#### Aim of the task
Your copy should match the entries exactly, with no images carried over.
--- START ---
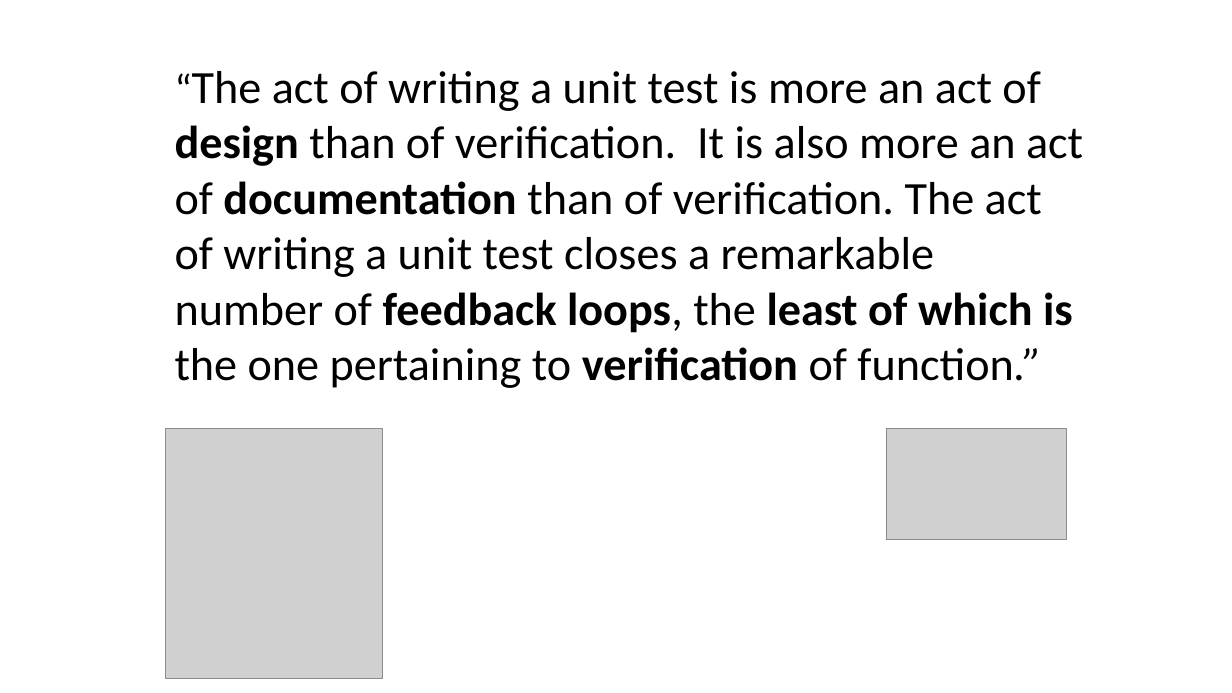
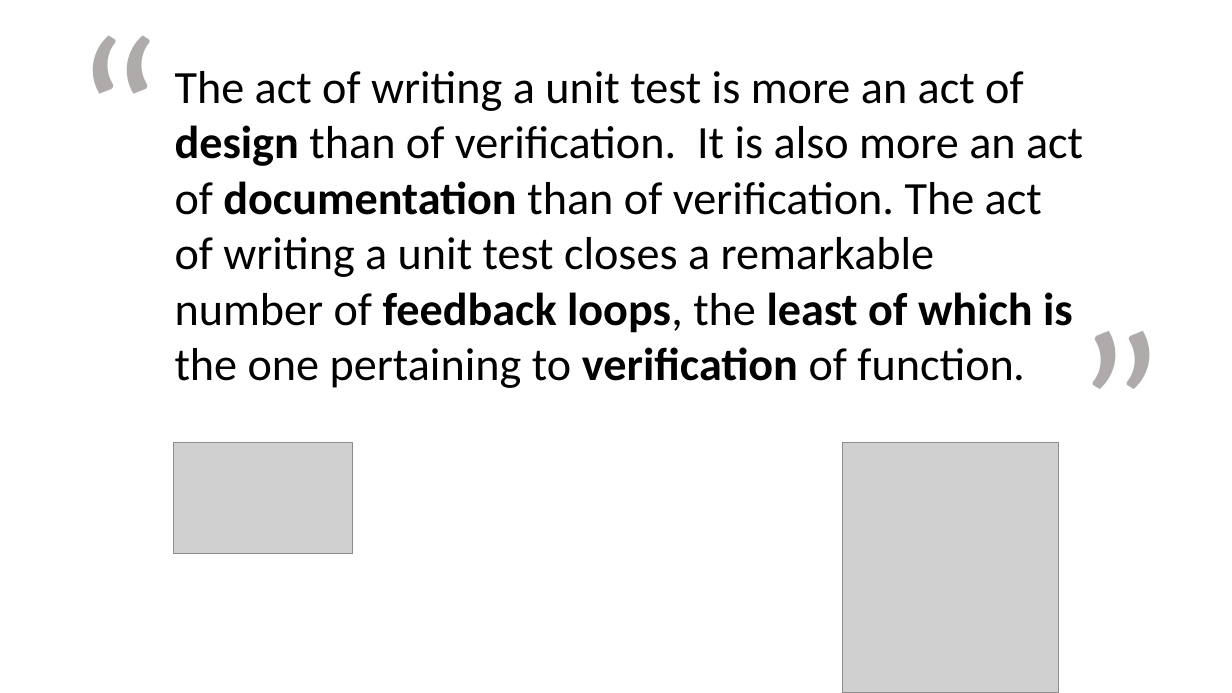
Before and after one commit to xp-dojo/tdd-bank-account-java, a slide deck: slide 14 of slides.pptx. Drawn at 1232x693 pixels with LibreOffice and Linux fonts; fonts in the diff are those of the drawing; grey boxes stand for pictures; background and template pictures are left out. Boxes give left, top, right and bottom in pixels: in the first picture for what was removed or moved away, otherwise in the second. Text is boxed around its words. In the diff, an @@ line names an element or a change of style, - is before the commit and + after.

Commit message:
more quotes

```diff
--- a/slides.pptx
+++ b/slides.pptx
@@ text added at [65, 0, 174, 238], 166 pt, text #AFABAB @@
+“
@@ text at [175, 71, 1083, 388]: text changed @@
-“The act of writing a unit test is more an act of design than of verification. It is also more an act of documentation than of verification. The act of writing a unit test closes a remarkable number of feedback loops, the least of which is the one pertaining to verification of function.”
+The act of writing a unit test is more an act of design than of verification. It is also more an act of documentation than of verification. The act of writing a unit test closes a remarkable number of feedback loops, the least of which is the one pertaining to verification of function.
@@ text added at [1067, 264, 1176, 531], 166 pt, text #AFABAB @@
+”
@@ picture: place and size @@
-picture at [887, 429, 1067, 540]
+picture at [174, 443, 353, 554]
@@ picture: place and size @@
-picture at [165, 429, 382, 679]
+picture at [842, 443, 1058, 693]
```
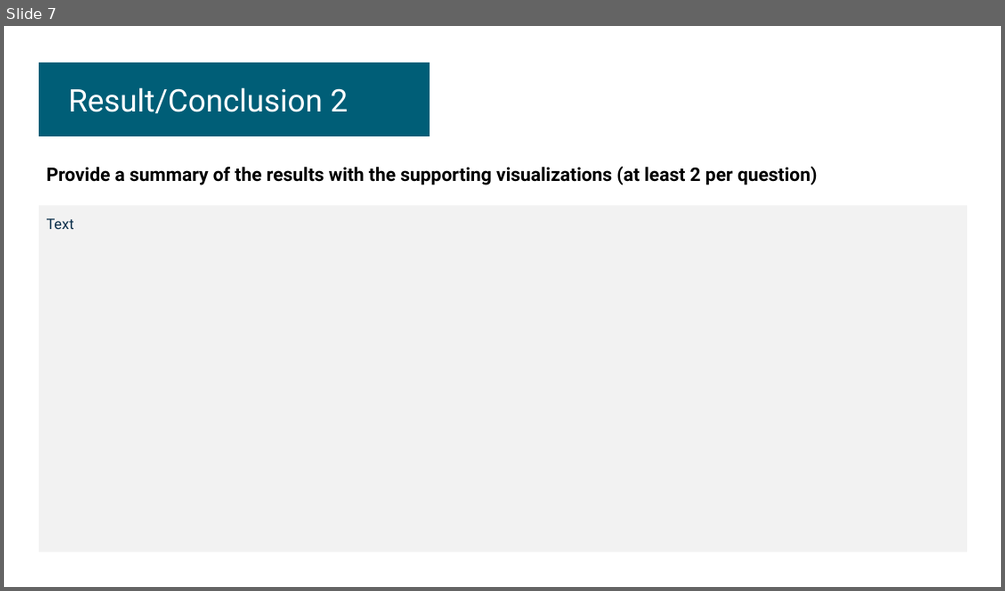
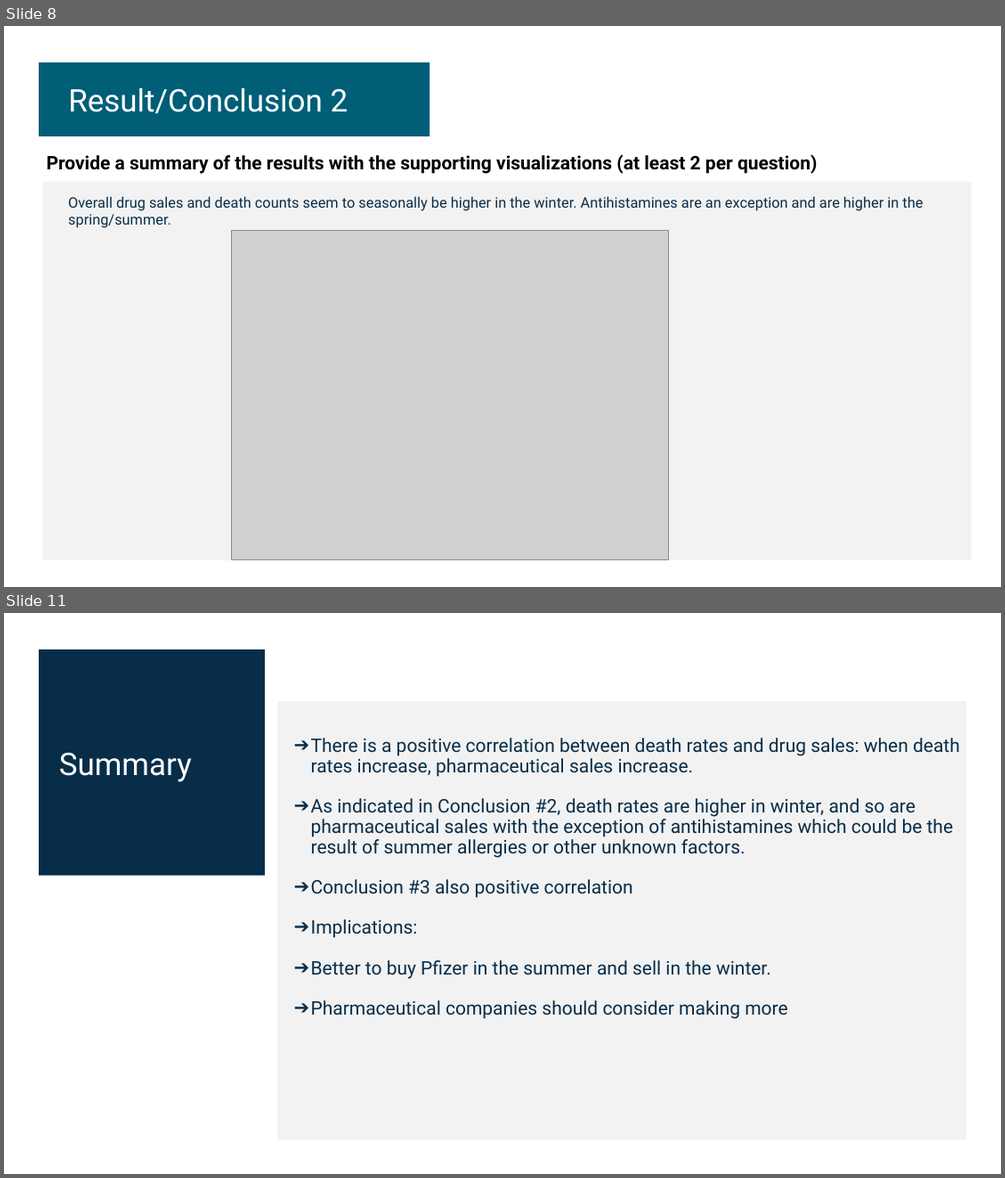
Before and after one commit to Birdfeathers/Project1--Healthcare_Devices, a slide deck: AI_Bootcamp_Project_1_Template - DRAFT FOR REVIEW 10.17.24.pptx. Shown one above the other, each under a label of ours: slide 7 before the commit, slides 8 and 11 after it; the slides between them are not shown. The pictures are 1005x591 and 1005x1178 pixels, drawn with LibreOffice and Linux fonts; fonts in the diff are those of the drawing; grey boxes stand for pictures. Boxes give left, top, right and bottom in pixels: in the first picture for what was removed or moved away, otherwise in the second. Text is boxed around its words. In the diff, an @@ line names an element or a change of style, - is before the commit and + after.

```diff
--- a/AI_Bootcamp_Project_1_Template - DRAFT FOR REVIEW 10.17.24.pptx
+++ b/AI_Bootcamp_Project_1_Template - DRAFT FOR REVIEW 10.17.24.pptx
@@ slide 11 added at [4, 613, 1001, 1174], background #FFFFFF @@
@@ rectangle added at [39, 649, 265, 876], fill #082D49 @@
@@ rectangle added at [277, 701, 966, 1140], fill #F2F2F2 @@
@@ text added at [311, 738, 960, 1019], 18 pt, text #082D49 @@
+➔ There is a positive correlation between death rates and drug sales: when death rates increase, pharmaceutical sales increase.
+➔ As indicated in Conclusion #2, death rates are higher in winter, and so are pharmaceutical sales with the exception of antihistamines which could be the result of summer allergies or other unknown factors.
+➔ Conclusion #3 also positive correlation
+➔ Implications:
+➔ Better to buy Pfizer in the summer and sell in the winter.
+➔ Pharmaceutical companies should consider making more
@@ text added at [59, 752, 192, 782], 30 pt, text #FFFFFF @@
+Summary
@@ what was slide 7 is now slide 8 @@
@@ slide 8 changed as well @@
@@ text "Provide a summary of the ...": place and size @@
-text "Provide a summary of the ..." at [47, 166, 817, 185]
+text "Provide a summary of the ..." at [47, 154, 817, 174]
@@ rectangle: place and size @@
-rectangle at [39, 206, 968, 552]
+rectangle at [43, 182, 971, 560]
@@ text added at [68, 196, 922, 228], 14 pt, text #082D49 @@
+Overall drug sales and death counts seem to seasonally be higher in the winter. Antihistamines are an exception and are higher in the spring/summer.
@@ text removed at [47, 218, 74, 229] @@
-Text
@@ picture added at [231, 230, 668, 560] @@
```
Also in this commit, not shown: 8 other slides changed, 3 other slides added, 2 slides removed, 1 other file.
--- END ---
#### Answer box
Before and after one commit to xp-dojo/tdd-bank-account-java, a slide deck: slide 14 of slides.pptx. Drawn at 1232x693 pixels with LibreOffice and Linux fonts; fonts in the diff are those of the drawing; grey boxes stand for pictures; background and template pictures are left out. Boxes give left, top, right and bottom in pixels: in the first picture for what was removed or moved away, otherwise in the second. Text is boxed around its words. In the diff, an @@ line names an element or a change of style, - is before the commit and + after.

Commit message:
more quotes

```diff
--- a/slides.pptx
+++ b/slides.pptx
@@ text added at [65, 0, 174, 238], 166 pt, text #AFABAB @@
+“
@@ text at [175, 71, 1083, 388]: text changed @@
-“The act of writing a unit test is more an act of design than of verification. It is also more an act of documentation than of verification. The act of writing a unit test closes a remarkable number of feedback loops, the least of which is the one pertaining to verification of function.”
+The act of writing a unit test is more an act of design than of verification. It is also more an act of documentation than of verification. The act of writing a unit test closes a remarkable number of feedback loops, the least of which is the one pertaining to verification of function.
@@ text added at [1067, 264, 1176, 531], 166 pt, text #AFABAB @@
+”
@@ picture: place and size @@
-picture at [887, 429, 1067, 540]
+picture at [174, 443, 353, 554]
@@ picture: place and size @@
-picture at [165, 429, 382, 679]
+picture at [842, 443, 1058, 693]
```
Before and after one commit to Birdfeathers/Project1--Healthcare_Devices, a slide deck: AI_Bootcamp_Project_1_Template - DRAFT FOR REVIEW 10.17.24.pptx. Shown one above the other, each under a label of ours: slide 7 before the commit, slides 8 and 11 after it; the slides between them are not shown. The pictures are 1005x591 and 1005x1178 pixels, drawn with LibreOffice and Linux fonts; fonts in the diff are those of the drawing; grey boxes stand for pictures. Boxes give left, top, right and bottom in pixels: in the first picture for what was removed or moved away, otherwise in the second. Text is boxed around its words. In the diff, an @@ line names an element or a change of style, - is before the commit and + after.

```diff
--- a/AI_Bootcamp_Project_1_Template - DRAFT FOR REVIEW 10.17.24.pptx
+++ b/AI_Bootcamp_Project_1_Template - DRAFT FOR REVIEW 10.17.24.pptx
@@ slide 11 added at [4, 613, 1001, 1174], background #FFFFFF @@
@@ rectangle added at [39, 649, 265, 876], fill #082D49 @@
@@ rectangle added at [277, 701, 966, 1140], fill #F2F2F2 @@
@@ text added at [311, 738, 960, 1019], 18 pt, text #082D49 @@
+➔ There is a positive correlation between death rates and drug sales: when death rates increase, pharmaceutical sales increase.
+➔ As indicated in Conclusion #2, death rates are higher in winter, and so are pharmaceutical sales with the exception of antihistamines which could be the result of summer allergies or other unknown factors.
+➔ Conclusion #3 also positive correlation
+➔ Implications:
+➔ Better to buy Pfizer in the summer and sell in the winter.
+➔ Pharmaceutical companies should consider making more
@@ text added at [59, 752, 192, 782], 30 pt, text #FFFFFF @@
+Summary
@@ what was slide 7 is now slide 8 @@
@@ slide 8 changed as well @@
@@ text "Provide a summary of the ...": place and size @@
-text "Provide a summary of the ..." at [47, 166, 817, 185]
+text "Provide a summary of the ..." at [47, 154, 817, 174]
@@ rectangle: place and size @@
-rectangle at [39, 206, 968, 552]
+rectangle at [43, 182, 971, 560]
@@ text added at [68, 196, 922, 228], 14 pt, text #082D49 @@
+Overall drug sales and death counts seem to seasonally be higher in the winter. Antihistamines are an exception and are higher in the spring/summer.
@@ text removed at [47, 218, 74, 229] @@
-Text
@@ picture added at [231, 230, 668, 560] @@
```
Also in this commit, not shown: 8 other slides changed, 3 other slides added, 2 slides removed, 1 other file.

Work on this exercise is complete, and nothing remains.